Step-level traces are essential for audits, debugging, and trust.


Cost and Latency Control

Agent systems can be expensive due to multi-step loops. Control with:

  • max step budget
  • model tiering by task complexity
  • tool result caching
  • deterministic shortcuts for common tasks

Measure cost per completed goal, not just cost per LLM call.


Incident Response for Agents

Agent incidents differ from chat incidents because actions can have side effects.

Playbook:

  1. stop risky action paths
  2. switch to read-only mode
  3. rollback planner/prompt/tool policy versions
  4. audit affected actions
  5. apply remediation and policy update

Have “kill switches” for high-risk tools.


End-to-End Code Example (Guardrailed Tool-Calling Agent)
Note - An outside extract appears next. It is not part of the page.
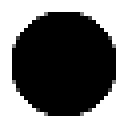
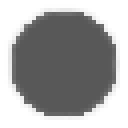
Revision of a layered (128, 128) image; what changed, layer by layer:
painted on "Layer" over [8,8,120,120]

from dataclasses import dataclass
from typing import Dict, Any, Callable

MAX_STEPS = 5
ALLOWED_TOOLS = {"search_kb", "create_ticket"}

@dataclass
class Decision:
    action: str
    args: Dict[str, Any]

# Mock planner (replace with LLM planner call)
def planner(goal: str, state: Dict[str, Any]) -> Decision:
    if not state.get("found_answer"):
        return Decision("search_kb", {"query": goal})
    if state.get("needs_escalation"):
        return Decision("create_ticket", {"title": "Escalation", "priority": "high"})
    return Decision("finish", {"answer": state.get("answer", "Done")})

# Mock tools

def search_kb(query: str) -> Dict[str, Any]:
    if "refund" in query.lower():
        return {"answer": "Refund allowed within 30 days", "needs_escalation": False}
    return {"answer": "No exact policy found", "needs_escalation": True}

def create_ticket(title: str, priority: str) -> Dict[str, Any]:
    return {"ticket_id": "SUP-1042", "status": "created", "title": title, "priority": priority}

TOOLS: Dict[str, Callable[..., Dict[str, Any]]] = {
    "search_kb": search_kb,
    "create_ticket": create_ticket,
}

def validate_action(decision: Decision) -> None:
    if decision.action == "finish":
        return
    if decision.action not in ALLOWED_TOOLS:
        raise ValueError(f"Blocked tool: {decision.action}")
    if decision.action == "create_ticket":
        if decision.args.get("priority") not in {"low", "medium", "high"}:
            raise ValueError("Invalid priority")

def run_agent(goal: str) -> Dict[str, Any]:
    state: Dict[str, Any] = {}
    trace = []

    for step in range(1, MAX_STEPS + 1):
        d = planner(goal, state)
        trace.append({"step": step, "decision": d.action, "args": d.args})

        validate_action(d)

        if d.action == "finish":
            return {"ok": True, "result": d.args.get("answer"), "trace": trace}

        tool_fn = TOOLS[d.action]
        out = tool_fn(**d.args)
        trace[-1]["tool_output"] = out

        if d.action == "search_kb":
            state["answer"] = out.get("answer")
            state["found_answer"] = True
            state["needs_escalation"] = out.get("needs_escalation", False)
        elif d.action == "create_ticket":
            return {"ok": True, "result": f"Escalated: {out['ticket_id']}", "trace": trace}

    return {"ok": False, "error": "max steps reached", "trace": trace}

if __name__ == "__main__":
    result = run_agent("Customer asks for refund after purchase")
    print(result)

This example demonstrates schema checks, tool allowlisting, and step-budget control.


Rollout Strategy

For production release:

  1. shadow mode with full traces
  2. read-only tool mode
  3. limited write actions for low-risk cohorts
  4. canary rollout with strict guardrails
  5. full rollout after stability window

Progressive rollout is critical for side-effecting agent systems.


Key Takeaways

  • Production agents require architecture-level guardrails, not prompt-only safeguards.
  • Tool governance and permission scoping are core safety controls.
  • Evaluate process metrics (steps, tool success, compliance), not just final answers.
  • Step-level observability and rollback controls are mandatory.